Members of the Burgerville Workers Union say their relationship with the local fast food company has broken down amid a contract negotiation that has seen the union file a number of complaints with the National Labor Relations Board (NLRB).

Burgerville workers became the first fast food workers in the nation to unionize more than five years ago, and made history again last year when they voted to ratify their first contract and became the first fast food workers ever to be covered by a collective bargaining agreement. 

But that historic contract ran for just a single year and expired on May 1. Since then, workers at the five unionized Burgerville locations in the Portland metro area have been working without a deal. 

Mark Medina, a longtime organizer with the union, said that is primarily the fault of a company that has failed to negotiate in good faith and attempted to intimidate union organizers. 

“The new CEO [Ed Casey] had said some pretty neutral-yet-kind-of-pro-union-sounding quotes, and so we hoped that maybe the new relationship would be based a little bit more on cooperation than this save money, harm workers at all costs position we have come to expect,” Medina said. “It hasn’t played out that way at all.”

An inflection point came in late July, when Burgerville workers at the Convention Center location in Northeast Portland staged a one-day strike to protest alleged unfair labor practices (ULP) by the company. 

Medina said the union wanted to run a “test case” to see how the company would respond to the threat of a strike, and chose the Convention Center store as the location because of clashes between management and a worker active in the union there.

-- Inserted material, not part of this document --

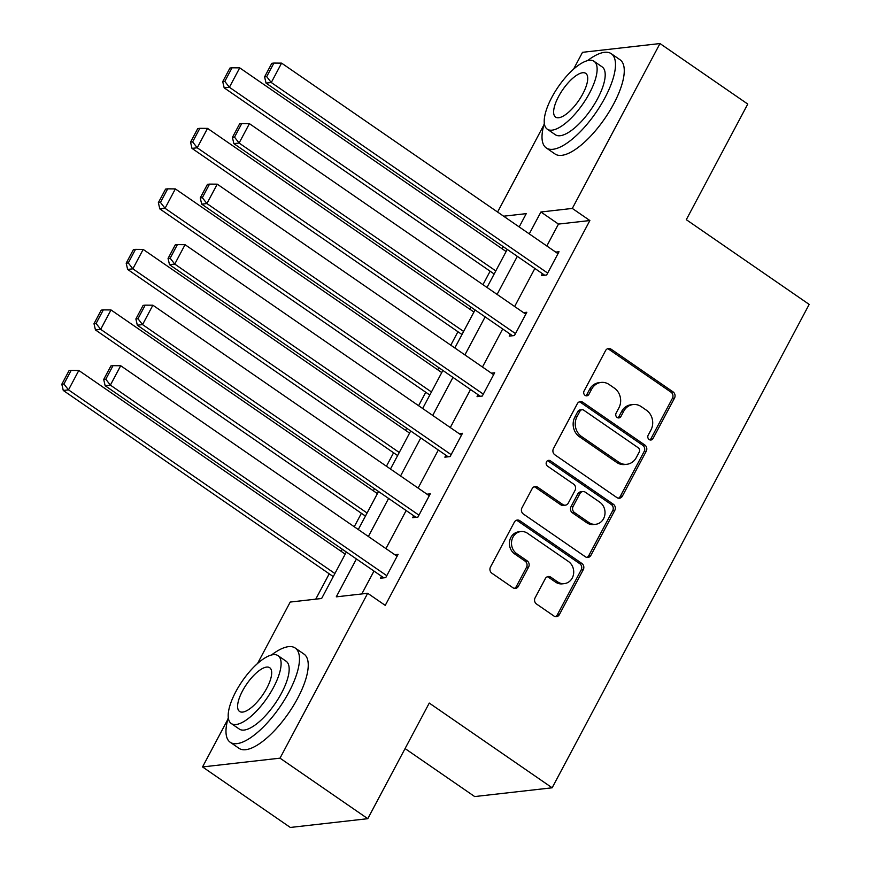 <?xml version="1.0" encoding="UTF-8"?>
<svg xmlns="http://www.w3.org/2000/svg" width="871" height="871" viewBox="0 0 871 871"><rect width="100%" height="100%" fill="white"/><g stroke="black" fill="none" stroke-linecap="round" stroke-linejoin="round"><path stroke-width="1.31" d="M649.167 439.55A3.146 2.798 83.5 0 0 653 438.549L674.513 398.091A4.497 3.996 83.5 0 0 673.087 391.906L611.05 349.14A4.497 3.996 83.5 0 0 605.585 350.567L584.071 391.035A3.146 2.798 83.5 0 0 586.836 395.826A3.146 2.798 83.5 0 0 588.894 394.356L591.681 389.119A14.382 12.771 83.5 0 1 601.088 382.434A14.382 12.771 83.5 0 1 609.188 384.536L614.36 388.107A14.382 12.771 83.5 0 1 618.9 407.889L616.124 413.126A3.146 2.798 83.5 0 0 618.889 417.917A3.146 2.798 83.5 0 0 620.947 416.458L623.723 411.221A14.382 12.771 83.5 0 1 633.141 404.536A14.382 12.771 83.5 0 1 641.241 406.637L646.402 410.197A14.382 12.771 83.5 0 1 650.953 429.991L648.166 435.228A3.146 2.798 83.5 0 0 649.167 439.55M649.864 439.899A3.146 2.798 83.5 0 0 650.898 438.788L672.412 398.33A4.497 3.996 83.5 0 0 670.997 392.146L608.96 349.38A4.497 3.996 83.5 0 0 607.49 348.759M585.758 395.706A3.146 2.798 83.5 0 0 586.804 394.596L589.58 389.359L591.681 389.119M617.811 417.808A3.146 2.798 83.5 0 0 618.846 416.697L621.633 411.46L623.723 411.221M535.099 597.833A4.497 3.996 83.5 0 0 536.525 604.017L553.923 616.015A4.497 3.996 83.5 0 0 559.4 614.578L583.287 569.645A4.497 3.996 83.5 0 0 581.872 563.461L519.835 520.695A4.497 3.996 83.5 0 0 514.369 522.121L490.471 567.054A4.497 3.996 83.5 0 0 491.897 573.238L512.921 587.74A4.497 3.996 83.5 0 0 518.387 586.303L528.61 567.075A4.497 3.996 83.5 0 0 527.195 560.891L516.764 553.706A12.02 10.67 83.5 0 1 511.713 540.793A12.02 10.67 83.5 0 1 520.836 531.571A12.02 10.67 83.5 0 1 527.597 533.324L568.436 561.49A12.02 10.67 83.5 0 1 573.499 574.392A12.02 10.67 83.5 0 1 564.375 583.614A12.02 10.67 83.5 0 1 557.603 581.861L550.799 577.168A4.497 3.996 83.5 0 0 545.333 578.594L535.099 597.833M573.564 69.157L582.514 52.314L659.989 43.55L747.764 104.063L686.294 219.677L809.181 304.404L552.149 787.798L429.261 703.071L367.791 818.686L280.016 758.162L202.54 766.937L227.788 719.457M659.989 43.55L572.312 208.43L540.913 211.991L529.263 233.885M356.424 558.953L336.282 596.842L367.693 593.282L385.243 605.389L589.874 220.537L572.312 208.43M367.693 593.282L280.016 758.162M616.897 497.581A4.497 3.996 83.5 0 0 622.373 496.154L646.26 451.211A4.497 3.996 83.5 0 0 644.845 445.027L582.808 402.26A4.497 3.996 83.5 0 0 577.331 403.698L553.444 448.63A4.497 3.996 83.5 0 0 554.871 454.814L616.897 497.581M614.774 510.428L590.886 555.36A4.497 3.996 83.5 0 1 585.41 556.798L523.384 514.032A4.497 3.996 83.5 0 1 521.958 507.847L532.181 488.609A4.497 3.996 83.5 0 1 537.657 487.183L562.808 504.527A4.497 3.996 83.5 0 0 568.284 503.09L575.067 490.34A4.497 3.996 83.5 0 0 573.641 484.156L547.456 466.094A3.146 2.798 83.5 0 1 550.287 460.759L613.358 504.244A4.497 3.996 83.5 0 1 614.774 510.428L612.683 510.667L588.796 555.6L590.886 555.36M405.069 748.57L474.673 796.562L552.149 787.798M589.874 220.537L558.463 224.087L546.825 245.981M534.87 268.453L514.641 306.505M502.698 328.977L482.469 367.029M470.514 389.5L450.285 427.552M438.331 450.024L418.102 488.065M406.158 510.537L385.929 548.588M373.975 571.06L361.803 593.946M542.437 273.668L541.403 275.606L546.64 275.018L559.019 251.741L555.709 252.111M510.254 334.192L509.219 336.13L514.456 335.531L526.835 312.254L523.536 312.635M478.07 394.705L477.047 396.653L482.284 396.055L494.652 372.777L491.353 373.158M445.898 455.228L444.863 457.166L450.1 456.578L462.479 433.301L459.169 433.671M413.714 515.752L412.68 517.69L417.917 517.102L430.296 493.824L426.997 494.195M381.531 576.275L380.507 578.213L385.744 577.625L398.112 554.348L394.813 554.718M503.198 246.613L502.066 248.736M490.123 271.208L482.959 284.665M471.015 307.136L469.883 309.259M457.939 331.731L450.786 345.188M438.832 367.66L437.71 369.783M425.756 392.255L418.603 405.701M406.659 428.173L405.527 430.296M393.583 452.768L386.43 466.225M374.476 488.696L373.343 490.819M361.4 513.291L354.247 526.748M342.292 549.22L341.171 551.343M329.216 573.815L315.738 599.161M367.791 818.686L290.326 827.45L202.54 766.937M257.544 663.506L290.217 602.057L321.628 598.497L346.342 552.007M497.591 212.034L543.809 125.108M519.192 226.928L526.247 213.645L503.634 216.204M358.286 529.535L378.526 491.484M390.469 469.012L410.698 430.971M422.653 408.499L442.882 370.447M454.825 347.975L475.054 309.924M487.009 287.452L507.238 249.4M517.32 256.357L497.091 294.398M485.136 316.87L464.907 354.922M452.964 377.393L432.724 415.445M420.78 437.917L400.551 475.969M388.597 498.441L368.368 536.482M558.463 224.087L540.913 211.991M633.141 404.536L631.05 404.765A14.382 12.771 83.5 0 0 621.633 411.46M601.088 382.434L598.998 382.674A14.382 12.771 83.5 0 0 589.58 389.359M618.366 498.201A4.497 3.996 83.5 0 0 620.272 496.383L644.17 451.45A4.497 3.996 83.5 0 0 642.744 445.266L580.717 402.5A4.497 3.996 83.5 0 0 579.248 401.879M639.205 452.082A3.146 2.798 83.5 0 0 638.214 447.748L583.766 410.208A3.146 2.798 83.5 0 0 579.934 411.21L576.994 416.73A14.382 12.771 83.5 0 0 581.545 436.523L618.769 462.185A14.382 12.771 83.5 0 0 626.859 464.287A14.382 12.771 83.5 0 0 636.276 457.602L639.205 452.082M581.991 409.751L579.901 409.98A3.146 2.798 83.5 0 0 577.843 411.45L579.934 411.21M626.859 464.287L624.768 464.526A14.382 12.771 83.5 0 1 616.668 462.414L579.455 436.752A14.382 12.771 83.5 0 1 574.904 416.969L577.843 411.45M586.88 557.418A4.497 3.996 83.5 0 0 588.796 555.6M565.344 505.18L563.254 505.42A4.497 3.996 83.5 0 1 560.717 504.766L535.556 487.422A4.497 3.996 83.5 0 0 534.097 486.802M612.683 510.667A4.497 3.996 83.5 0 0 611.257 504.483L548.197 460.999A3.146 2.798 83.5 0 0 547.5 460.65M588.916 522.524A12.02 10.67 83.5 0 0 595.688 524.288A12.02 10.67 83.5 0 0 604.812 515.066A12.02 10.67 83.5 0 0 599.749 502.153L585.366 492.235A4.497 3.996 83.5 0 0 579.89 493.661L573.107 506.421A4.497 3.996 83.5 0 0 574.533 512.605L588.916 522.524L586.825 522.763A12.02 10.67 83.5 0 0 593.597 524.516L595.688 524.288M582.83 491.571L580.739 491.81A4.497 3.996 83.5 0 0 577.8 493.901L579.89 493.661M586.825 522.763L572.432 512.845A4.497 3.996 83.5 0 1 571.017 506.661L577.8 493.901M564.375 583.614L562.285 583.853A12.02 10.67 83.5 0 1 555.513 582.1L548.708 577.408A4.497 3.996 83.5 0 0 547.238 576.787M520.836 531.571L518.735 531.811A12.02 10.67 83.5 0 0 509.611 541.033A12.02 10.67 83.5 0 0 514.674 553.934L516.764 553.706M514.38 588.35A4.497 3.996 83.5 0 0 516.296 586.542L526.52 567.315A4.497 3.996 83.5 0 0 525.093 561.131L514.674 553.934M555.393 616.624A4.497 3.996 83.5 0 0 557.309 614.817L581.197 569.884A4.497 3.996 83.5 0 0 579.781 563.7L517.744 520.934A4.497 3.996 83.5 0 0 516.274 520.314M495.795 270.925L229.4 87.263L239.721 67.862L506.105 251.523M224.816 81.384L232.034 67.807L229.944 68.036L222.726 81.624L224.816 81.384L229.4 87.263L224.174 87.851L494.162 273.995M239.721 67.862L232.034 67.807M222.726 81.624L224.174 87.851M547.674 273.08L271.284 82.516L266.047 83.115L544.702 275.236M557.984 253.679L281.594 63.126L271.284 82.516L266.689 76.648L273.908 63.06L271.817 63.3L264.599 76.877L266.689 76.648M266.047 83.115L264.599 76.877M273.908 63.06L281.594 63.126M544.331 123.301A57.236 20.839 -55.4 0 0 546.259 147.928A57.236 20.839 -55.4 0 0 604.92 97.846A57.236 20.839 -55.4 0 0 611.235 53.686A57.236 20.839 -55.4 0 0 587.522 60.643M546.259 147.928L555.034 153.982A57.236 20.839 -55.4 0 0 613.696 103.899A57.236 20.839 -55.4 0 0 620.01 59.74L611.235 53.686M594.055 61.308L602.133 66.882A41.209 15.003 124.6 0 1 597.593 98.673A41.209 15.003 124.6 0 1 555.35 134.733L547.271 129.169A41.209 15.003 -55.4 0 0 589.515 93.11A41.209 15.003 -55.4 0 0 594.055 61.308A41.209 15.003 -55.4 0 0 551.822 97.367A41.209 15.003 -55.4 0 0 547.271 129.169M558.529 96.616A26.555 9.668 -55.4 0 0 555.589 117.106A26.555 9.668 -55.4 0 0 582.808 93.861A26.555 9.668 -55.4 0 0 585.748 73.371A26.555 9.668 -55.4 0 0 558.529 96.616M228.3 717.65A57.236 20.839 -55.4 0 0 230.238 742.277A57.236 20.839 -55.4 0 0 288.9 692.195A57.236 20.839 -55.4 0 0 295.215 648.035A57.236 20.839 -55.4 0 0 271.502 654.992M230.238 742.277L239.013 748.331A57.236 20.839 -55.4 0 0 297.675 698.248A57.236 20.839 -55.4 0 0 303.99 654.088L295.215 648.035M278.034 655.656L286.113 661.231A41.209 15.003 124.6 0 1 281.562 693.022A41.209 15.003 124.6 0 1 239.329 729.081L231.251 723.518A41.209 15.003 -55.4 0 0 273.494 687.459A41.209 15.003 -55.4 0 0 278.034 655.656A41.209 15.003 -55.4 0 0 235.801 691.716A41.209 15.003 -55.4 0 0 231.251 723.518M242.497 690.964A26.555 9.668 -55.4 0 0 239.569 711.455A26.555 9.668 -55.4 0 0 266.787 688.21A26.555 9.668 -55.4 0 0 269.716 667.719A26.555 9.668 -55.4 0 0 242.497 690.964M463.612 331.448L197.227 147.787L207.538 128.385L473.933 312.047M192.633 141.908L199.851 128.32L197.761 128.56L190.542 142.136L192.633 141.908L197.227 147.787L191.99 148.375L461.978 334.518M207.538 128.385L199.851 128.32M190.542 142.136L191.99 148.375M431.439 391.961L165.044 208.3L175.354 188.909L441.749 372.57M160.46 202.42L167.678 188.844L165.588 189.083L158.359 202.66L160.46 202.42L165.044 208.3L159.807 208.898L429.806 395.042M175.354 188.909L167.678 188.844M158.359 202.66L159.807 208.898M515.49 333.593L239.1 143.04L233.864 143.639L512.529 335.76M525.801 314.202L249.411 123.649L239.1 143.04L234.517 137.161L241.735 123.584L239.645 123.824L232.415 137.4L234.517 137.161M233.864 143.639L232.415 137.4M241.735 123.584L249.411 123.649M483.307 394.117L206.917 203.564L201.691 204.152L480.346 396.272M493.628 374.715L217.238 184.162L206.917 203.564L202.333 197.684L209.552 184.108L207.461 184.347L200.243 197.924L202.333 197.684M201.691 204.152L200.243 197.924M209.552 184.108L217.238 184.162M399.256 452.485L132.86 268.823L143.182 249.422L409.577 433.094M128.277 262.944L135.495 249.367L133.405 249.607L126.186 263.184L128.277 262.944L132.86 268.823L127.634 269.422L397.622 455.566M143.182 249.422L135.495 249.367M126.186 263.184L127.634 269.422M367.083 513.008L100.688 329.347L110.998 309.945L377.393 493.607M96.093 323.468L103.322 309.891L101.221 310.13L94.003 323.707L96.093 323.468L100.688 329.347L95.451 329.935L365.439 516.078M110.998 309.945L103.322 309.891M94.003 323.707L95.451 329.935M334.9 573.532L68.504 389.87L78.815 370.469L345.21 554.13M63.921 383.991L71.139 370.415L69.049 370.643L61.819 384.22L63.921 383.991L68.504 389.87L63.267 390.458L333.266 576.602M78.815 370.469L71.139 370.415M61.819 384.22L63.267 390.458M451.134 454.64L174.744 264.087L169.507 264.675L448.162 456.796M461.445 435.239L185.055 244.686L174.744 264.087L170.15 258.208L177.379 244.631L175.278 244.86L168.059 258.447L170.15 258.208M169.507 264.675L168.059 258.447M177.379 244.631L185.055 244.686M418.951 515.164L142.561 324.611L137.324 325.199L415.99 517.32M429.261 495.762L152.871 305.209L142.561 324.611L137.977 318.732L145.196 305.144L143.105 305.383L135.876 318.96L137.977 318.732M137.324 325.199L135.876 318.96M145.196 305.144L152.871 305.209M386.768 575.677L110.377 385.124L105.151 385.722L383.806 577.843M397.089 556.286L120.699 365.733L110.377 385.124L105.794 379.244L113.012 365.668L110.922 365.907L103.703 379.484L105.794 379.244M105.151 385.722L103.703 379.484M113.012 365.668L120.699 365.733M650.898 438.788L653 438.549M586.804 394.596L588.894 394.356M618.846 416.697L620.947 416.458M608.96 349.38L611.05 349.14M670.997 392.146L673.087 391.906M672.412 398.33L674.513 398.091M580.717 402.5L582.808 402.26M642.744 445.266L644.845 445.027M644.17 451.45L646.26 451.211M620.272 496.383L622.373 496.154M574.904 416.969L576.994 416.73M579.455 436.752L581.545 436.523M616.668 462.414L618.769 462.185M535.556 487.422L537.657 487.183M560.717 504.766L562.808 504.527M548.197 460.999L550.287 460.759M611.257 504.483L613.358 504.244M571.017 506.661L573.107 506.421M572.432 512.845L574.533 512.605M548.708 577.408L550.799 577.168M555.513 582.1L557.603 581.861M525.093 561.131L527.195 560.891M526.52 567.315L528.61 567.075M516.296 586.542L518.387 586.303M517.744 520.934L519.835 520.695M579.781 563.7L581.872 563.461M581.197 569.884L583.287 569.645M557.309 614.817L559.4 614.578"/></g></svg>

In preparation for the strike, Medina said, the company hired a slew of replacement workers to fill in for striking staff—offering them hourly wages far beyond the $17 per hour the most senior member of the union bargaining team makes. 

The picketing workers successfully turned away a number of those replacement workers from the store, but said the company’s willingness to pay replacement workers far more than they make was a slap in the face, regardless.  

That was just the beginning of the discord. Under national labor law, ULP strikers cannot be fired and are entitled to return to their jobs at the conclusion of their strike. But that’s not exactly what happened after the July 28 strike. 

When workers at the Convention Center location showed up to work the day following the strike, they were locked out of the building and told that the company did not require their services that day. 

“Anyone who was on the picket line or who went on strike, their shifts were canceled,” Medina said. 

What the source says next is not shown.